╔══
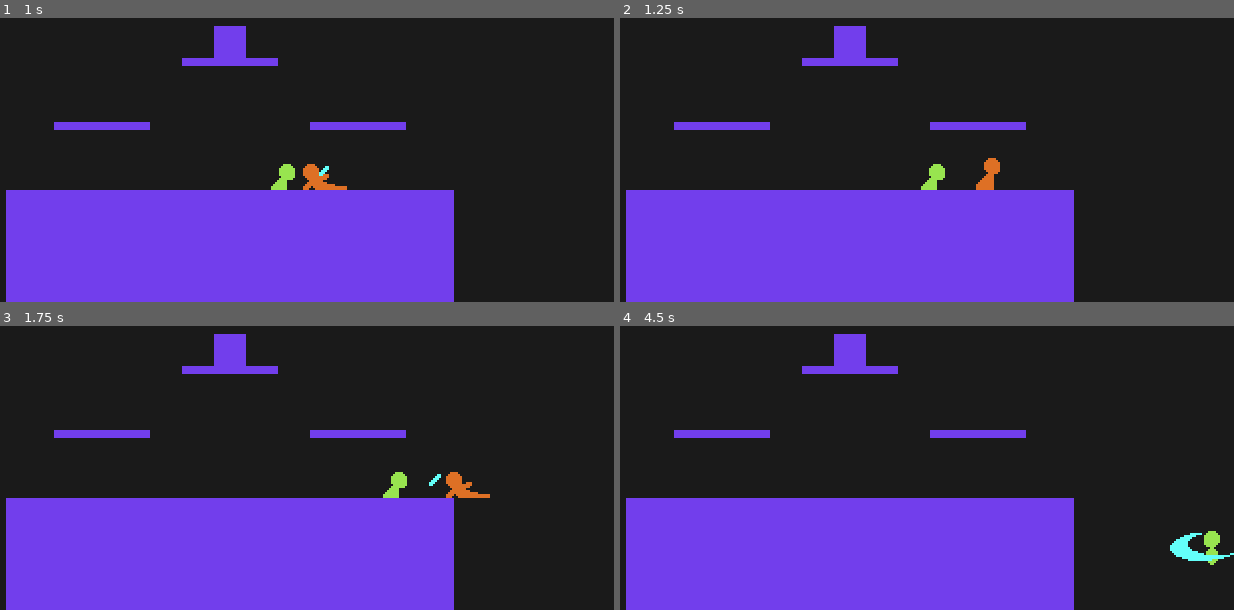
Above: before the commit, frames 1-4 (two rows, left to right).
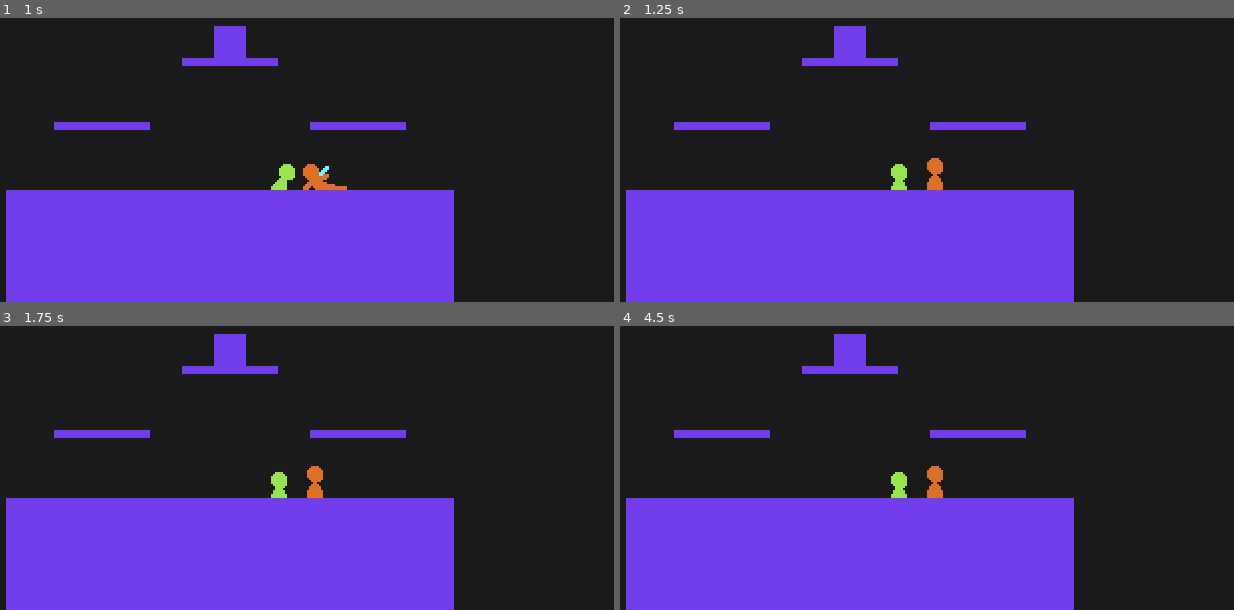
Above: after the commit, the same moments.

Repository: youssefevan/platform-fighter
Game: Godot game, scene res://World.tscn
Same seed, same stepped clock (60 frames per second), same inputs: the game is played once before the commit and once after it.
Inputs:
- Up to frame 1 (1 s): tap Enter at 0.5 s; hold Right (right) from 0.53 s (still down); tap X (attack) at 0.6 s; tap Z (jump) at 0.77 s
- Up to frame 2 (1.25 s): keep holding Right (right)
- Up to frame 3 (1.75 s): keep holding Right (right); tap X (attack) at 1.35 s; tap Z (jump) at 1.52 s
- Up to frame 4 (4.5 s): release Right (right) at 2.03 s; hold Left (left) 2.03-2.78 s; tap X (attack) every 0.75 s from 2.1 to 4.35 s; hold Right (right) 2.78-4.28 s; tap Z (jump) at 3.02, 3.77 s; hold Left (left) from 4.28 s (still down)

Frame 1 is identical in both runs. In frame 2, 0.7% of the frame differs, in the area x 44-62%, y 49-61%; in frame 3, 1.0%, in the area x 44-80%, y 49-61%; in frame 4, 1.0%.

Commit message:
Chars now enter hitstun state
- I think their hurtbox detects their own hitbox

Diff:
--- a/PlatformFighter/Scripts/CharacterBase/States/hitstun.gd
+++ b/PlatformFighter/Scripts/CharacterBase/States/hitstun.gd
@@ -21,6 +21,7 @@
 	char_base.velocity = kb_direction * knockback
 
 func _physics_process(delta):
+	#print(hitstun_length)
 	frame += 1
 	#print(frame)
 
@@ -53,3 +54,7 @@
 	damage_percent = d_percent
 	char_base.percentage += damage_percent
 	print(char_base.percentage)
+
+func exit():
+	.exit()
+	char_base.got_hit = false
--- a/PlatformFighter/Scripts/CharacterBase/States/idle.gd
+++ b/PlatformFighter/Scripts/CharacterBase/States/idle.gd
@@ -22,6 +22,9 @@
 
 	char_base.velocity.y = 1 # keep in contact with ground
 	char_base.velocity = char_base.move_and_slide(char_base.velocity, Vector2.UP)
+
+	if char_base.got_hit == true:
+		return char_base.hitstun
 
 	if enter_jump == true:
 		return char_base.jumpsquat
--- a/PlatformFighter/Scripts/CharacterBase/character_base.gd
+++ b/PlatformFighter/Scripts/CharacterBase/character_base.gd
@@ -88,9 +88,6 @@
 func _physics_process(delta):
 	states.physics_process(delta)
 
-	if got_hit == true:
-		return hitstun
-
 	if is_on_floor() == true:
 		current_speed = lerp(current_speed, run_speed, speed_lerp * delta)
 		fastfalling = false
@@ -104,6 +101,8 @@
 		fastfalling = false
 
 	$Hitbox.scale.x = sprite_facing()
+
+	print(got_hit)
 
 func sprite_facing():
 	if sprite.flip_h == true:
@@ -176,4 +175,4 @@
 
 func _on_Hurtbox_hit_info(hit, kb_dir, kb_pow, d_percent):
 	print("hurt")
-	got_hit = hit
+	got_hit = true
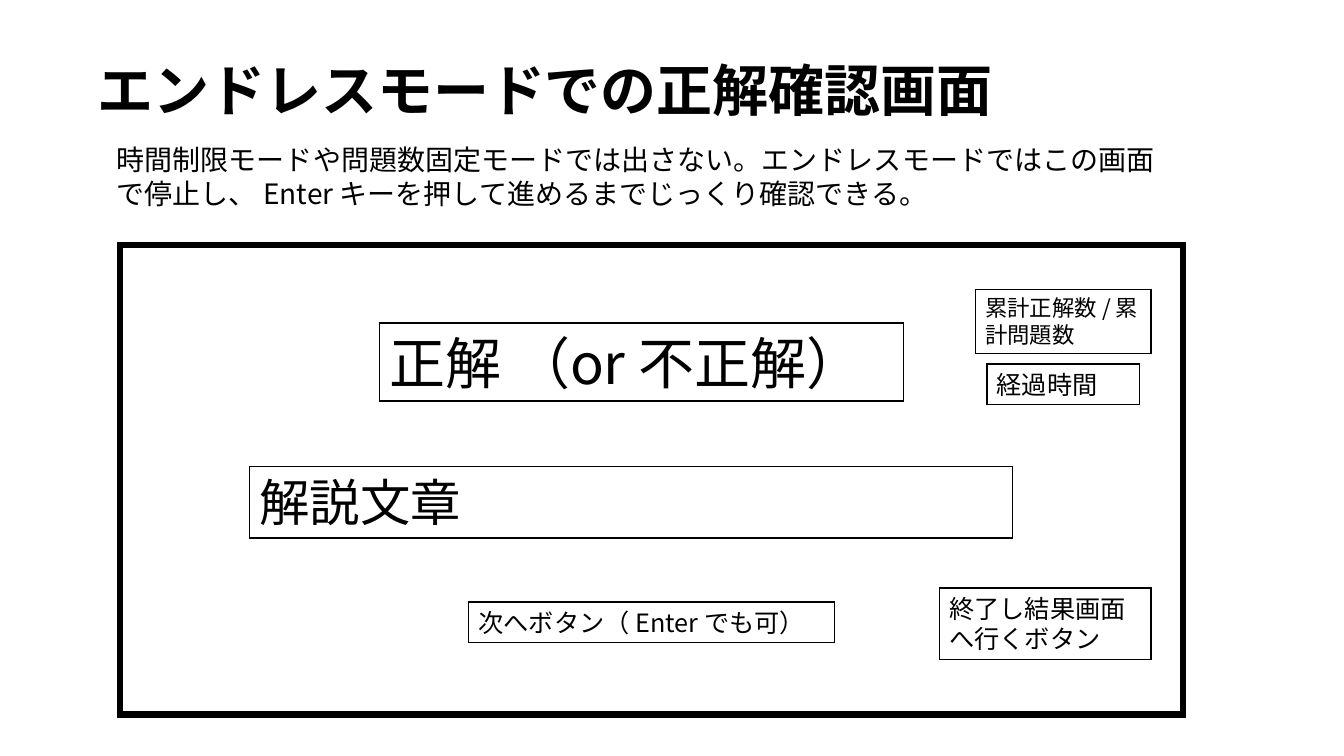
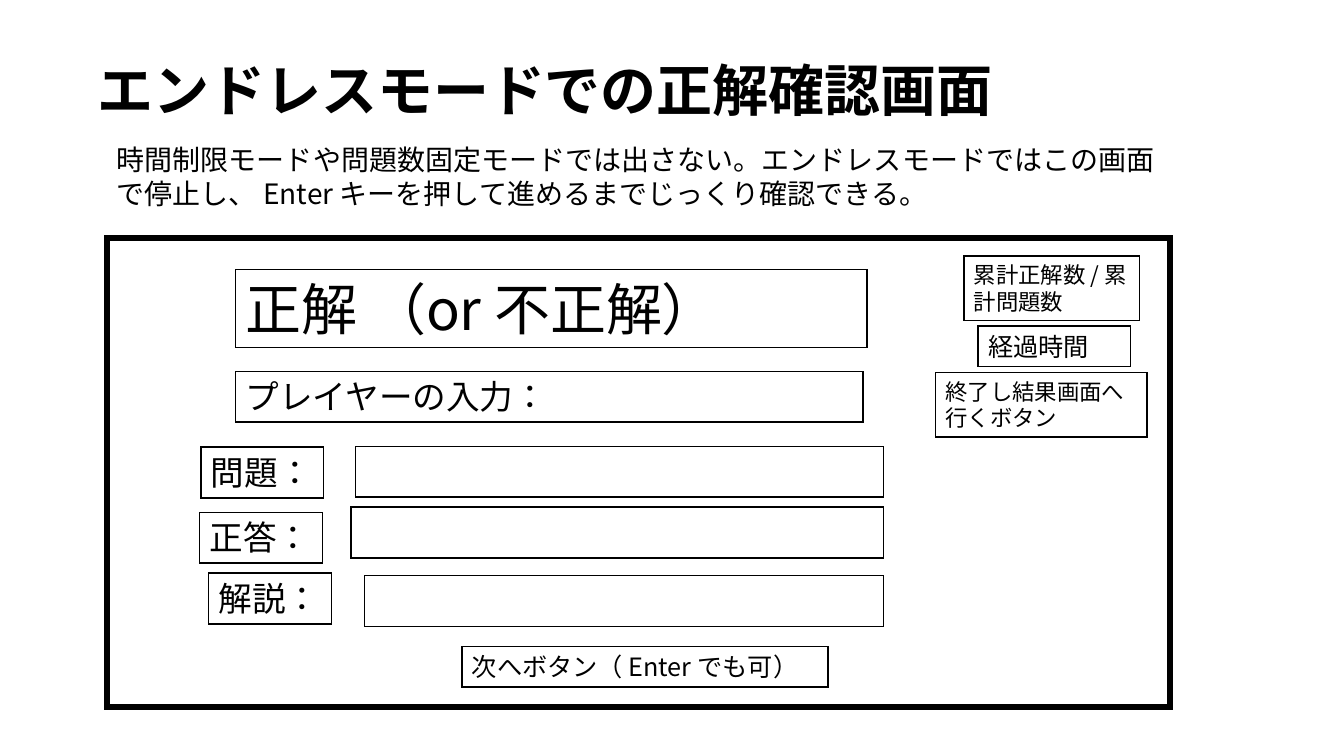
Before and after one commit to tanakai0/stdlib_py_typist, a slide deck: slide 6 of design.pptx. Drawn at 1344x756 pixels with LibreOffice and Linux fonts; fonts in the diff are those of the drawing. Boxes give left, top, right and bottom in pixels: in the first picture for what was removed or moved away, otherwise in the second. Text is boxed around its words. In the diff, an @@ line names an element or a change of style, - is before the commit and + after.

```diff
--- a/design.pptx
+++ b/design.pptx
@@ rectangle: place and size @@
-rectangle at [120, 245, 1184, 715]
+rectangle at [107, 238, 1171, 708]
@@ rectangle "正解 （or 不正解）": place and size @@
-rectangle "正解 （or 不正解）" at [380, 324, 904, 401]
+rectangle "正解 （or 不正解）" at [236, 269, 867, 347]
@@ rectangle "累計正解数 / 累計問題数": place and size @@
-rectangle "累計正解数 / 累計問題数" at [976, 289, 1151, 354]
+rectangle "累計正解数 / 累計問題数" at [964, 256, 1139, 321]
@@ rectangle "経過時間": place and size @@
-rectangle "経過時間" at [987, 364, 1139, 404]
+rectangle "経過時間" at [978, 326, 1130, 366]
@@ rectangle added at [236, 371, 863, 421], fill #FFFFFF, outline #000000 1 pt, 24 pt, text #000000 @@
+プレイヤーの入力：
@@ rectangle "終了し結果画面へ行くボタン": place and size @@
-rectangle "終了し結果画面へ行くボタン" at [940, 588, 1151, 659]
+rectangle "終了し結果画面へ行くボタン" at [936, 373, 1147, 438]
@@ rectangle "終了し結果画面へ行くボタン" at [936, 373, 1147, 438]: size 18 to 16 pt @@
@@ rectangle added at [201, 448, 324, 498], fill #FFFFFF, outline #000000 1 pt, 24 pt, text #000000 @@
+問題：
@@ rectangle added at [356, 447, 884, 497], fill #FFFFFF, outline #000000 1 pt @@
@@ rectangle added at [351, 507, 883, 558], fill #FFFFFF, outline #000000 1 pt @@
@@ rectangle added at [200, 512, 323, 563], fill #FFFFFF, outline #000000 1 pt, 24 pt, text #000000 @@
+正答：
@@ rectangle "解説：": place and size @@
-rectangle "解説：" at [250, 467, 1013, 538]
+rectangle "解説：" at [209, 573, 332, 623]
@@ text in rectangle at [219, 583, 320, 614]: text changed; size 36 to 24 pt @@
-解説文章
+解説：
@@ rectangle added at [364, 576, 883, 626], fill #FFFFFF, outline #000000 1 pt @@
@@ rectangle "次へボタン（ Enter でも可）": place and size @@
-rectangle "次へボタン（ Enter でも可）" at [469, 602, 835, 642]
+rectangle "次へボタン（ Enter でも可）" at [462, 646, 828, 687]
```
Also in this commit, not shown: 3 slides added.
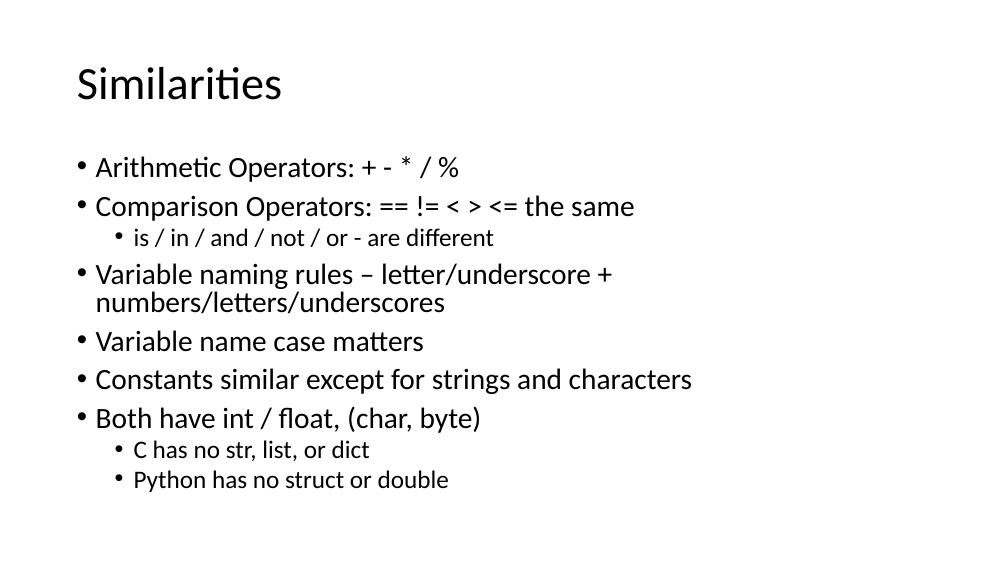
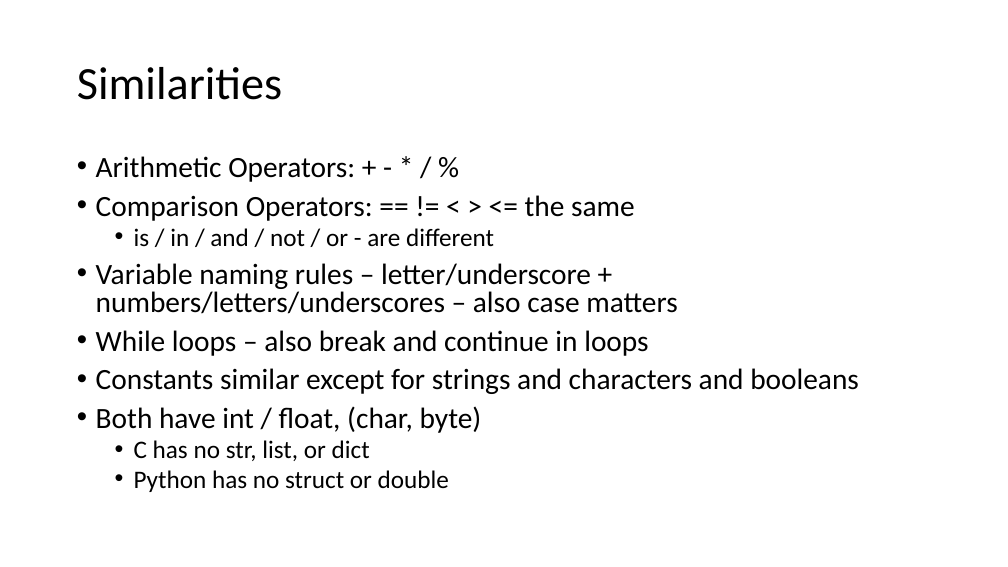
Before and after one commit to csev/cc4e, a slide deck: slide 7 of lectures/CC-02-Python.pptx. Drawn at 1008x567 pixels with LibreOffice and Linux fonts; fonts in the diff are those of the drawing. Boxes give left, top, right and bottom in pixels: in the first picture for what was removed or moved away, otherwise in the second. Text is boxed around its words. In the diff, an @@ line names an element or a change of style, - is before the commit and + after.

```diff
--- a/lectures/CC-02-Python.pptx
+++ b/lectures/CC-02-Python.pptx
@@ text at box(96, 263, 859, 394): text changed @@
-• Variable naming rules – letter/underscore + numbers/letters/underscores
-• Variable name case matters
-• Constants similar except for strings and characters
+• Variable naming rules – letter/underscore + numbers/letters/underscores – also case matters
+• While loops – also break and continue in loops
+• Constants similar except for strings and characters and booleans
```
Also in this commit, not shown: 1 other slide changed, 1 slide added, 5 other files.
╚══
Above are records with pictures; repeat them exactly, but without the pictures.

** EXPECTED OUTPUT **
Above: before the commit, frames 1-4 (two rows, left to right).
Above: after the commit, the same moments.

Repository: youssefevan/platform-fighter
Game: Godot game, scene res://World.tscn
Same seed, same stepped clock (60 frames per second), same inputs: the game is played once before the commit and once after it.
Inputs:
- Up to frame 1 (1 s): tap Enter at 0.5 s; hold Right (right) from 0.53 s (still down); tap X (attack) at 0.6 s; tap Z (jump) at 0.77 s
- Up to frame 2 (1.25 s): keep holding Right (right)
- Up to frame 3 (1.75 s): keep holding Right (right); tap X (attack) at 1.35 s; tap Z (jump) at 1.52 s
- Up to frame 4 (4.5 s): release Right (right) at 2.03 s; hold Left (left) 2.03-2.78 s; tap X (attack) every 0.75 s from 2.1 to 4.35 s; hold Right (right) 2.78-4.28 s; tap Z (jump) at 3.02, 3.77 s; hold Left (left) from 4.28 s (still down)

Frame 1 is identical in both runs. In frame 2, 0.7% of the frame differs, in the area x 44-62%, y 49-61%; in frame 3, 1.0%, in the area x 44-80%, y 49-61%; in frame 4, 1.0%.

Commit message:
Chars now enter hitstun state
- I think their hurtbox detects their own hitbox

Diff:
--- a/PlatformFighter/Scripts/CharacterBase/States/hitstun.gd
+++ b/PlatformFighter/Scripts/CharacterBase/States/hitstun.gd
@@ -21,6 +21,7 @@
 	char_base.velocity = kb_direction * knockback
 
 func _physics_process(delta):
+	#print(hitstun_length)
 	frame += 1
 	#print(frame)
 
@@ -53,3 +54,7 @@
 	damage_percent = d_percent
 	char_base.percentage += damage_percent
 	print(char_base.percentage)
+
+func exit():
+	.exit()
+	char_base.got_hit = false
--- a/PlatformFighter/Scripts/CharacterBase/States/idle.gd
+++ b/PlatformFighter/Scripts/CharacterBase/States/idle.gd
@@ -22,6 +22,9 @@
 
 	char_base.velocity.y = 1 # keep in contact with ground
 	char_base.velocity = char_base.move_and_slide(char_base.velocity, Vector2.UP)
+
+	if char_base.got_hit == true:
+		return char_base.hitstun
 
 	if enter_jump == true:
 		return char_base.jumpsquat
--- a/PlatformFighter/Scripts/CharacterBase/character_base.gd
+++ b/PlatformFighter/Scripts/CharacterBase/character_base.gd
@@ -88,9 +88,6 @@
 func _physics_process(delta):
 	states.physics_process(delta)
 
-	if got_hit == true:
-		return hitstun
-
 	if is_on_floor() == true:
 		current_speed = lerp(current_speed, run_speed, speed_lerp * delta)
 		fastfalling = false
@@ -104,6 +101,8 @@
 		fastfalling = false
 
 	$Hitbox.scale.x = sprite_facing()
+
+	print(got_hit)
 
 func sprite_facing():
 	if sprite.flip_h == true:
@@ -176,4 +175,4 @@
 
 func _on_Hurtbox_hit_info(hit, kb_dir, kb_pow, d_percent):
 	print("hurt")
-	got_hit = hit
+	got_hit = true
Before and after one commit to tanakai0/stdlib_py_typist, a slide deck: slide 6 of design.pptx. Drawn at 1344x756 pixels with LibreOffice and Linux fonts; fonts in the diff are those of the drawing. Boxes give left, top, right and bottom in pixels: in the first picture for what was removed or moved away, otherwise in the second. Text is boxed around its words. In the diff, an @@ line names an element or a change of style, - is before the commit and + after.

```diff
--- a/design.pptx
+++ b/design.pptx
@@ rectangle: place and size @@
-rectangle at [120, 245, 1184, 715]
+rectangle at [107, 238, 1171, 708]
@@ rectangle "正解 （or 不正解）": place and size @@
-rectangle "正解 （or 不正解）" at [380, 324, 904, 401]
+rectangle "正解 （or 不正解）" at [236, 269, 867, 347]
@@ rectangle "累計正解数 / 累計問題数": place and size @@
-rectangle "累計正解数 / 累計問題数" at [976, 289, 1151, 354]
+rectangle "累計正解数 / 累計問題数" at [964, 256, 1139, 321]
@@ rectangle "経過時間": place and size @@
-rectangle "経過時間" at [987, 364, 1139, 404]
+rectangle "経過時間" at [978, 326, 1130, 366]
@@ rectangle added at [236, 371, 863, 421], fill #FFFFFF, outline #000000 1 pt, 24 pt, text #000000 @@
+プレイヤーの入力：
@@ rectangle "終了し結果画面へ行くボタン": place and size @@
-rectangle "終了し結果画面へ行くボタン" at [940, 588, 1151, 659]
+rectangle "終了し結果画面へ行くボタン" at [936, 373, 1147, 438]
@@ rectangle "終了し結果画面へ行くボタン" at [936, 373, 1147, 438]: size 18 to 16 pt @@
@@ rectangle added at [201, 448, 324, 498], fill #FFFFFF, outline #000000 1 pt, 24 pt, text #000000 @@
+問題：
@@ rectangle added at [356, 447, 884, 497], fill #FFFFFF, outline #000000 1 pt @@
@@ rectangle added at [351, 507, 883, 558], fill #FFFFFF, outline #000000 1 pt @@
@@ rectangle added at [200, 512, 323, 563], fill #FFFFFF, outline #000000 1 pt, 24 pt, text #000000 @@
+正答：
@@ rectangle "解説：": place and size @@
-rectangle "解説：" at [250, 467, 1013, 538]
+rectangle "解説：" at [209, 573, 332, 623]
@@ text in rectangle at [219, 583, 320, 614]: text changed; size 36 to 24 pt @@
-解説文章
+解説：
@@ rectangle added at [364, 576, 883, 626], fill #FFFFFF, outline #000000 1 pt @@
@@ rectangle "次へボタン（ Enter でも可）": place and size @@
-rectangle "次へボタン（ Enter でも可）" at [469, 602, 835, 642]
+rectangle "次へボタン（ Enter でも可）" at [462, 646, 828, 687]
```
Also in this commit, not shown: 3 slides added.
Before and after one commit to csev/cc4e, a slide deck: slide 7 of lectures/CC-02-Python.pptx. Drawn at 1008x567 pixels with LibreOffice and Linux fonts; fonts in the diff are those of the drawing. Boxes give left, top, right and bottom in pixels: in the first picture for what was removed or moved away, otherwise in the second. Text is boxed around its words. In the diff, an @@ line names an element or a change of style, - is before the commit and + after.

```diff
--- a/lectures/CC-02-Python.pptx
+++ b/lectures/CC-02-Python.pptx
@@ text at box(96, 263, 859, 394): text changed @@
-• Variable naming rules – letter/underscore + numbers/letters/underscores
-• Variable name case matters
-• Constants similar except for strings and characters
+• Variable naming rules – letter/underscore + numbers/letters/underscores – also case matters
+• While loops – also break and continue in loops
+• Constants similar except for strings and characters and booleans
```
Also in this commit, not shown: 1 other slide changed, 1 slide added, 5 other files.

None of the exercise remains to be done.